= Christopher Yavelow =

American classical composer

Christopher Yavelow (born 14 June 1950, Cambridge, Massachusetts), the son of a film professor and visual artist, is a composer and proponent of computer assisted composition.

He studied composition and theory at Boston University (BM 1972, MM 1974), Harvard University (MFA 1977), the Franz Liszt Academy in Hungary (1977–78), the Darmstadt Ferienkurse in Germany, the Conservatoire Darius Milhaud in Aix-en-Provence, and L'ecole Normale de Musique in Paris where he also studied with Nadia Boulanger (1978–1979).

Yavelow has taught music composition and theory at Harvard (teaching fellow, 1975–77), the Paris-American Academy (1978–79), the University of Texas (at Dallas, 1983–84), and Claremont Graduate University (1988-93). He was Chairman of the Department of Music at Schiller International University from 1979 to 1980. Currently, he teaches at the University of Maryland University College (from 2008).

Major works include his grand opera, The Passion of Vincent van Gogh commissioned by the National Endowment for the Arts in 1981 and performed by the University of Texas in 1984. The National Institute of Music Theater sponsored his chamber opera, Countdown (1987), as part of their “Opera in the Eighties and Beyond” program on behalf of the Boston Lyric Opera. Countdown is the first computer-assisted opera, the first opera performance accompanied by a virtual orchestra (February 12, 1987, by the Boston Lyric Opera), and the first opera in cyberspace (1994).
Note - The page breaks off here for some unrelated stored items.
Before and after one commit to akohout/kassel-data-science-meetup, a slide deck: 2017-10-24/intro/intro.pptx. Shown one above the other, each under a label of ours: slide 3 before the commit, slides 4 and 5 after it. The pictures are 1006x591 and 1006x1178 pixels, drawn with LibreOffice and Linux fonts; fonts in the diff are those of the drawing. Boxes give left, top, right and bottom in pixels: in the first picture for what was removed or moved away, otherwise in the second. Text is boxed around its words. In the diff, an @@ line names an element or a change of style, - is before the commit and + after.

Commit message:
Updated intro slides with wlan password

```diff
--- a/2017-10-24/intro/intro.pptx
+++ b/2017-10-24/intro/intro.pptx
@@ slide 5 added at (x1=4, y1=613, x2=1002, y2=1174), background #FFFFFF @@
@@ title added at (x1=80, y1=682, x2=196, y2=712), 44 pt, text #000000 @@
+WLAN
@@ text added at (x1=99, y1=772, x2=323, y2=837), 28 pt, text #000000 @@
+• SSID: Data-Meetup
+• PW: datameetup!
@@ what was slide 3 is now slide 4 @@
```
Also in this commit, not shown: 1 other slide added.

Throughout the 1980s, Yavelow published many articles on computer music for Byte Magazine, Computer Music Journal, Electronic Musician, Macromedia Journal, Macworld, and New Media Magazine. His Macworld Music and Sound Bible was IDG's first "Bible" book (1992), and also won the Computer Press Association Award (1992). The book and its Japanese translation were well received by music educators and the entertainment industry. Yavelow went on to author or co-author nearly a dozen books, mainly on music and multimedia. From 1995 through 1999, he was the editor of A-R Editions' Computer Music and Digital Audio book series.

==Selected publications==
- Christopher Yavelow, "Personal Computers and Music: The State of the Art", Journal of the Audio Engineering Society, Volume 35, Issue 3, March 1987, pp. 160–193.
- Christopher Yavelow, "Music and Microprocessors: MIDI and the State of the Art" in Curtis Roads (ed.), The Music Machine: Selected Readings from Computer Music Journal, MIT Press, 1989. ISBN 0-262-68078-5.
- Christopher Yavelow, Macworld Music and Sound Bible, IDG Books, 1992. ISBN 1-878058-18-5.